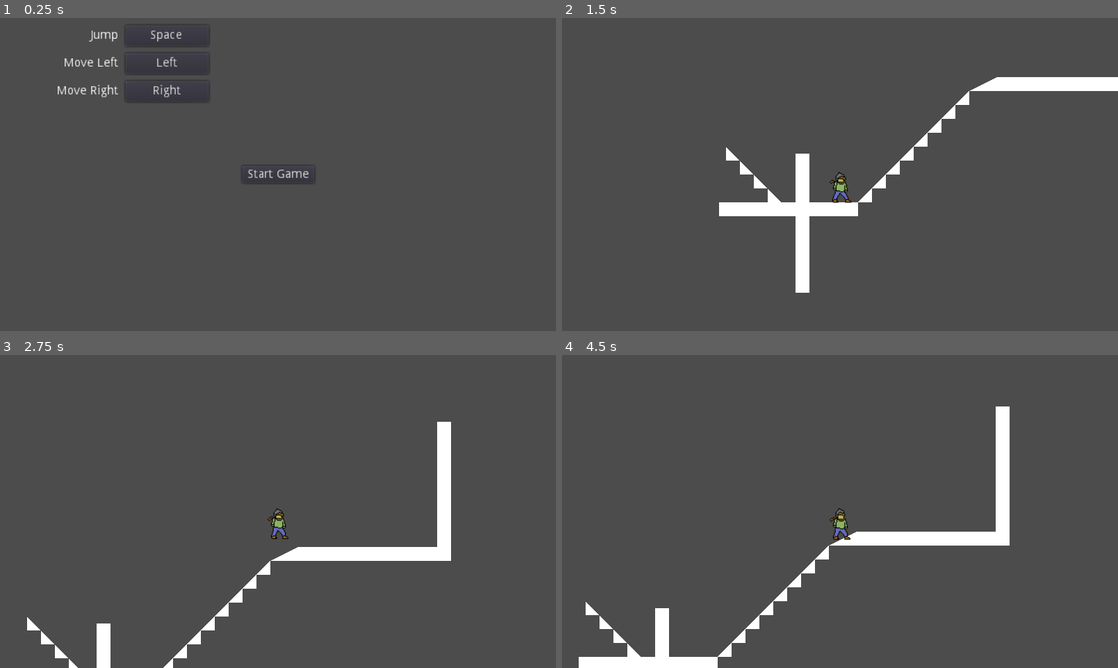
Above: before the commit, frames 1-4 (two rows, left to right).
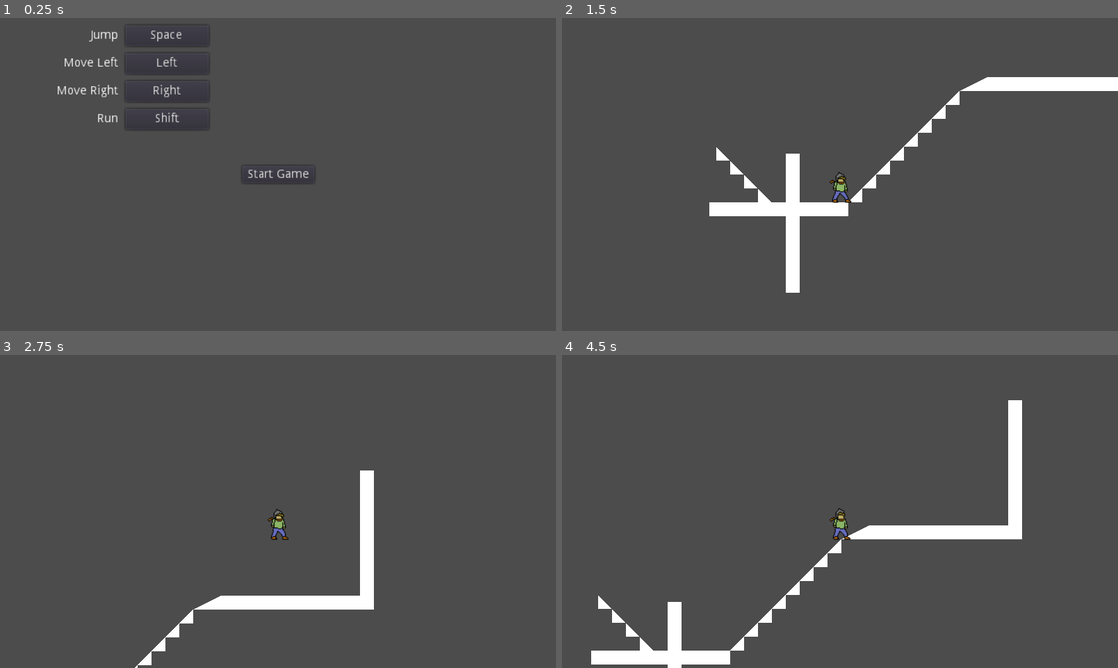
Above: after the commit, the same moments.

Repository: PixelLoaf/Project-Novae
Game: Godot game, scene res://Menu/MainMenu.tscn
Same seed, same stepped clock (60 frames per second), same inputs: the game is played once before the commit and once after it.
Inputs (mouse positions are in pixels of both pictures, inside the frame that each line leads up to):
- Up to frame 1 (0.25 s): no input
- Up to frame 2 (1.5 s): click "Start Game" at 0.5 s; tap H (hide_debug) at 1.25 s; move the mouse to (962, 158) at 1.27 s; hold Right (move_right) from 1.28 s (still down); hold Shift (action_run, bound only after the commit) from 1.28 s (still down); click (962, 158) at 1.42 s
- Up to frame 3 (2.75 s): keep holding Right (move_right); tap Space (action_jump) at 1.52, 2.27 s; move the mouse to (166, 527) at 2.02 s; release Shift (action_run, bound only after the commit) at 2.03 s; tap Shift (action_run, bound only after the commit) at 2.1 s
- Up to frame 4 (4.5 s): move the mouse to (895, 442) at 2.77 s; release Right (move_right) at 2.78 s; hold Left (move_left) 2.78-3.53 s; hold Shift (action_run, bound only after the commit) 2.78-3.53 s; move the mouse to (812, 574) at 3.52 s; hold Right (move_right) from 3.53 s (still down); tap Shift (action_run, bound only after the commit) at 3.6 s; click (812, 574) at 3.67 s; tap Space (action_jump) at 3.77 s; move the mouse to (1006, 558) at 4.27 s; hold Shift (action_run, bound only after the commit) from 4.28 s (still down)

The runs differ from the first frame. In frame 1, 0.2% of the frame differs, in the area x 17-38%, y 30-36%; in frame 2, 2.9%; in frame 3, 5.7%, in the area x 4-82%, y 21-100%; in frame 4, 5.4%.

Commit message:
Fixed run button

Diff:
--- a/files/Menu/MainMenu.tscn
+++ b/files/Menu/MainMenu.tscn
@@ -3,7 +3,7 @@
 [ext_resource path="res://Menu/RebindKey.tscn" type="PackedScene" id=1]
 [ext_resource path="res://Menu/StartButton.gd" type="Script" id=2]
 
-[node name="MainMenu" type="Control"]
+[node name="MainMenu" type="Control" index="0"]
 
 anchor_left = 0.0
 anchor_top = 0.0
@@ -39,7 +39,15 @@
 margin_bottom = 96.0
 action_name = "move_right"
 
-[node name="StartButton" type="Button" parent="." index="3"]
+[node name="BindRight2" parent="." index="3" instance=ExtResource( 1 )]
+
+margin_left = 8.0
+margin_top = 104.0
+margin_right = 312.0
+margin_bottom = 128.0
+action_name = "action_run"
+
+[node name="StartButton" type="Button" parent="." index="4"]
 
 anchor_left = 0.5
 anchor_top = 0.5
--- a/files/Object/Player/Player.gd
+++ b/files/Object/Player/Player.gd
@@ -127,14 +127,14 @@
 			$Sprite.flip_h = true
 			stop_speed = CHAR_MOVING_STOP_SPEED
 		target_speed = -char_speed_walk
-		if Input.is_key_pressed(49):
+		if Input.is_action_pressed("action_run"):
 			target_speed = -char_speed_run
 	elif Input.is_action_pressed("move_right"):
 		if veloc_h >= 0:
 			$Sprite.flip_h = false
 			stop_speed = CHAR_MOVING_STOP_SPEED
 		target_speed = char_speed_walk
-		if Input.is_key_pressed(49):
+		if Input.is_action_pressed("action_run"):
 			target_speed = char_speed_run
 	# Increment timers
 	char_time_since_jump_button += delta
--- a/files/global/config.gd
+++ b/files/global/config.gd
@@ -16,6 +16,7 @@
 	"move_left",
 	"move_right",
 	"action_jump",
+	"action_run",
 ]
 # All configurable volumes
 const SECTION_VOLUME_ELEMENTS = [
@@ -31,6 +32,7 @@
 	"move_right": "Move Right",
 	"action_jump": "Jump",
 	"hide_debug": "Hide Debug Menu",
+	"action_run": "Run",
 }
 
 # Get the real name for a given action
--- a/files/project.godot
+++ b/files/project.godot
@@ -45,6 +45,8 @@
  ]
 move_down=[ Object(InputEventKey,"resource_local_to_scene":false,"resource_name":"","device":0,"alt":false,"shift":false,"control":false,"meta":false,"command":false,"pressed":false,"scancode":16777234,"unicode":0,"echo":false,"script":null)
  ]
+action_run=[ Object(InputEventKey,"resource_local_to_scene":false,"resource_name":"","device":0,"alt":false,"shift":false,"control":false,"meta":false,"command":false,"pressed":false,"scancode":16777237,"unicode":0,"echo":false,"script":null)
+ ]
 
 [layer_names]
====
» Work to complete: Where the string "global" shows up in the listing above, copy the line that holds it.

» Answer to this problem:
--- a/files/global/config.gd
+++ b/files/global/config.gd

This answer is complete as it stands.